[Stored items]
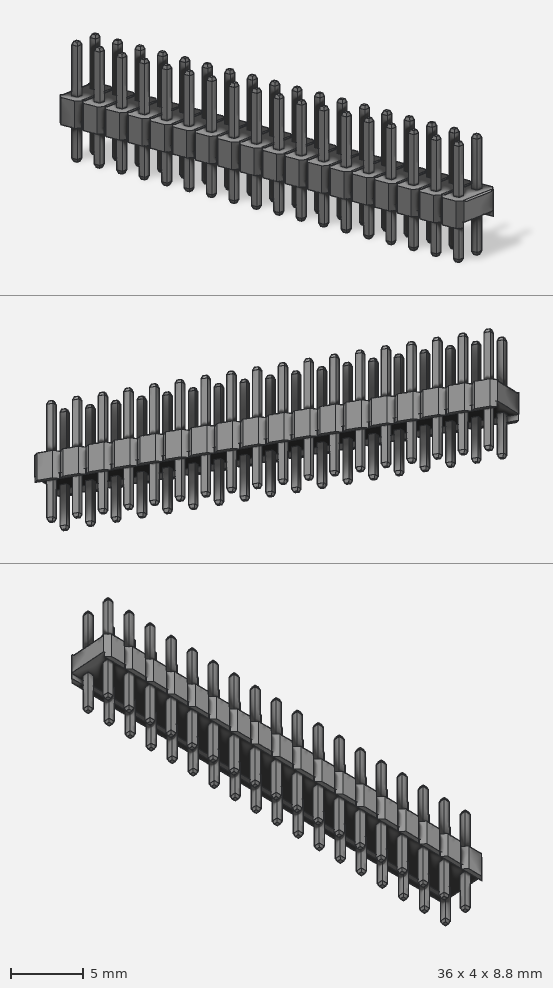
import cadquery as cq

body_length = 36.0
columns = 18
rows = 2
pitch = body_length / columns
body_width = rows * pitch
body_height = pitch

corner_along = 0.4
corner_depth = 0.4
channel_depth = 0.45
channel_wall = 0.35
groove_width = 0.2
groove_depth = 0.1
groove_length = 3.02
groove_end_run = 0.1

pin_side = 0.5
pin_length = 8.8
pin_below_body = 2.8
tip_inset = 0.1
tip_height = 0.25


def box_between(x_size, y_size, z_bottom, z_top):
    """Box centred on the Z axis, spanning the two given heights."""
    return cq.Workplane("XY", origin=(0, 0, z_bottom)).rect(x_size, y_size).extrude(z_top - z_bottom)


def make_cell():
    """One housing segment: a block with its four vertical corners cut off."""
    half_x = pitch / 2
    half_y = body_width / 2
    flat_x = half_x - corner_along
    flat_y = half_y - corner_depth
    outline = [
        (-flat_x, -half_y),
        (flat_x, -half_y),
        (half_x, -flat_y),
        (half_x, flat_y),
        (flat_x, half_y),
        (-flat_x, half_y),
        (-half_x, flat_y),
        (-half_x, -flat_y),
    ]
    return cq.Workplane("XY").polyline(outline).close().extrude(body_height)


def make_pin():
    """Square pin with a tapered tip at each end."""
    bottom = -pin_below_body
    top = bottom + pin_length
    shaft = box_between(pin_side, pin_side, bottom, top)
    return shaft.faces("<Z or >Z").chamfer(tip_height, tip_inset)


def make_groove():
    """Cutter shaped like an upside-down hipped roof: a V along Y with sloping ends."""
    half_width = groove_width / 2
    section = [(-half_width, body_height), (half_width, body_height), (0, body_height - groove_depth)]
    side_view = [
        (-groove_length / 2, body_height),
        (groove_length / 2, body_height),
        (groove_length / 2 - groove_end_run, body_height - groove_depth),
        (groove_end_run - groove_length / 2, body_height - groove_depth),
    ]
    vee = cq.Workplane("XZ").polyline(section).close().extrude(groove_length / 2, both=True)
    ends = cq.Workplane("YZ").polyline(side_view).close().extrude(half_width, both=True)
    return vee.intersect(ends)


def copies(shape, positions):
    """The same shape repeated at every (x, y) position."""
    return cq.Workplane("XY").pushPoints(positions).eachpoint(lambda place: shape.val().moved(place))


column_centres = [(i - (columns - 1) / 2) * pitch for i in range(columns)]
row_centres = [(j - (rows - 1) / 2) * pitch for j in range(rows)]
cell_borders = [(i - columns / 2) * pitch for i in range(columns + 1)]

housing = copies(make_cell(), [(x, 0) for x in column_centres]).combine()

channel = box_between(body_length, body_width - 2 * channel_wall, 0, channel_depth)
housing = housing.cut(channel)

housing = housing.cut(copies(make_groove(), [(x, 0) for x in cell_borders]))

pins = copies(make_pin(), [(x, y) for x in column_centres for y in row_centres])
result = housing.union(pins)

* _Exercise directions_
Wherever "polyline" occurs in the records above, copy the line it sits in.

* _Reply to the task_
    return cq.Workplane("XY").polyline(outline).close().extrude(body_height)
    vee = cq.Workplane("XZ").polyline(section).close().extrude(groove_length / 2, both=True)
    ends = cq.Workplane("YZ").polyline(side_view).close().extrude(half_width, both=True)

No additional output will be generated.